The cool and rainy California spring has delayed the arrival of summer fruits and vegetables. Finally, we are seeing local summer squashes, which are a welcome sight after long months of winter’s harvest. I may tire of summer squash come October, but for now I’m delighted to bring them back onto our plates.
Several years ago, my friend Ruth and I dined at Chez Panisse’s Upstairs Café. Ruth had a salad that included zucchini ribbons, which she generously shared. Ever since, I’ve been incorporating summer squash into our salads.
Tender, new crop summer squashes are perfect for this salad. Since squash is so prolific, there will be opportunities to enjoy this salad in the coming months.
Coincident to the presence of summer squashes, summer herbs have also returned to the farmers market. I chose basil, and added my garden mint for the dressing, but go with what inspires. Parsley and cilantro would make a lively combination.
The delicate flavor of squash takes on the tastes of the dressing ingredients. I prefer a lighter hand with the dressing to avoid over-powering the squash flavor.
This recipe is adapted from the highly praised, sautéed zucchini with basil, mint, and pine nuts developed by the folks at Food 52, their take on Bay Area’s Deborah Madison’s famed recipe.
Salad of Zucchini Coins with Basil and Mint
Ingredients
- 1 pound, about 5 zucchini sliced into very thin coins (think U.S. quarter or 2 Eur)

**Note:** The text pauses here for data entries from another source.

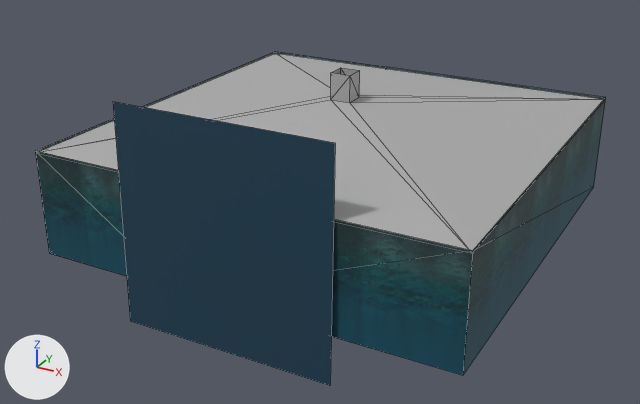
One commit to the OBJ model models/room_walls.obj: the scene before it, then after it.
Both versions are drawn from a 50 mm camera at (3.67, -7.17, 3.7) aimed at (-0.12, -0.27, 0.25). Arrows for +X, +Y and +Z are at lower left; the lights stay in place. Mesh edges are drawn as thin lines. Where no turn or scale is listed for an object, it has been applied to the vertices.
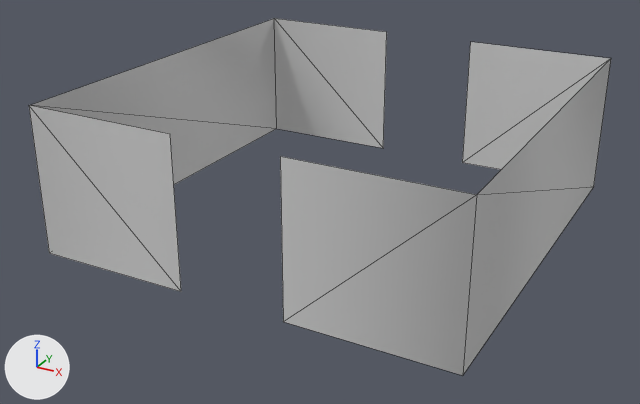
What differs and where, as boxes (x1, y1, x2, y2) in the pictures (640 x 404 px; the box of a moved part takes in the faces that stretch with it):
'default.001', reshaped (7% taller): before (35, 52, 606, 386); after (29, 18, 611, 375)
'default.002', deleted: before (39, 53, 604, 251)
'default.003', deleted: before (73, 260, 440, 369)
part 1 of me_default_001, deleted (blue): before (113, 102, 335, 386)
part 2 of me_default_001, moved or reshaped: before (36, 52, 606, 250); after (29, 18, 611, 195)
part 3 of me_default_001, recoloured (cyan to grey): before (35, 150, 593, 375); after (29, 106, 593, 375)

The change in detail:
Material 'Default' (mat_default) is new.
Its base color is (0.64, 0.64, 0.64) (light grey #d1d1d1).
Its roughness is 0.69.
me_default_001 is used by ob_default_001; location (0.0, 0.0, 0.0).
me_default_001 had 20 vertices, 13 faces and spanned x -2.0..2.0, y -2.06..2.0, z -0.41..1.59.
me_default_001 no longer uses material mat_default_001 (picture img_stone_wall_png).
me_default_001 now has 16 vertices, 12 faces and spans x -2.0..2.0, y -2.0..2.0, z 0.0..1.41.
me_default_001 part 1: the loose piece of 4 vertices spanning x -1.04..0.96, y -2.06..-2.01, z -0.41..1.59 is deleted.
Part 2, on me_default_001:
4 vertices are removed from x -2.0..2.0, y 2.0, z 0.0..1.0.
6 faces are deleted.
3 vertices in x -2.0..2.0, y -2.0..2.0, z 1.0 move by (0.0, 0.0, 0.41).
3 vertices move from x -0.5, y -2.0, z 0.0..1.0 to x -0.5..0.5, y -2.0, z 0.01..1.4.
4 vertices are added at (-2.0, 2.0, 1.41), (2.0, 2.0, 1.41), (0.5, 2.0, 1.41), (0.5, 2.0, 0.0).
6 new faces join them.
me_default_001 part 3: 6 faces spanning x -2.0..2.0, y -2.0..2.0, z 0.0..1.41 switch from mat_default_001_stone_wall_png (picture img_stone_wall_png) to mat_default (light grey #d1d1d1).
me_default_001 part 4: the surface is now shaded smooth.
Object 'default.002' (ob_default_002) is deleted.
Object 'default.003' (ob_default_003) is deleted.

- 1/ 4 cup red onion thinly sliced
- 1/ 4 cup pine nuts
- Salt and freshly ground black pepper to taste
For the dressing
- 1 teaspoon lemon zest finely grated
- 2 tablespoons lemon juice freshly squeezed
- 2 tablespoons olive oil extra virgin
- 1 teaspoon Dijon-style mustard
- 1 tablespoon fresh basil leaves finely minced; plus additional for garnish
- 1 tablespoon fresh mint leaves finely minced; plus additional for garnish
- Salt and freshly ground black pepper to taste
Instructions
Make the dressing:
- Use a Microplane or fine grater to remove 1 teaspoon of lemon zest before squeezing for the lemon juice. Combine the mustard and lemon juice in a small bowl. Add the lemon zest. Slowly whisk in the olive oil until all are emulsified. Add salt and pepper to taste. Add the thinly sliced red onion and set aside whilst you toast the pine nuts.
Toast the pine nuts:
- Place the pine nuts in a small, shallow pan. I use a 6-inch frying pan and the pine nuts are in one, even layer. Turn a stovetop burner on to medium heat. Keep a close eye on them as they begin to turn golden brown, about 4 – 5 minutes, stirring frequently. Remove from the pan onto a plate to cool.
Finish the salad:
- Combine the sliced zucchini with about three-quarters of the salad dressing, making sure to include all of the sliced red onion. Gently fold with a wooden spoon until evenly distributed. Fold in the minced basil and mint. Add in additional salad dressing to ensure all of the zucchini is very lightly coated. Taste to adjust for salt and pepper.Serve the salad with a generous flourish of toasted pine nuts and a bit of whole basil and mint leaves for garnish.Note: This salad does well if prepared in advance, in fact the zucchini will become slightly marinated. Only add the pine nuts just before serving to preserve their crunch, as they will get soggy in the salad fairly quickly.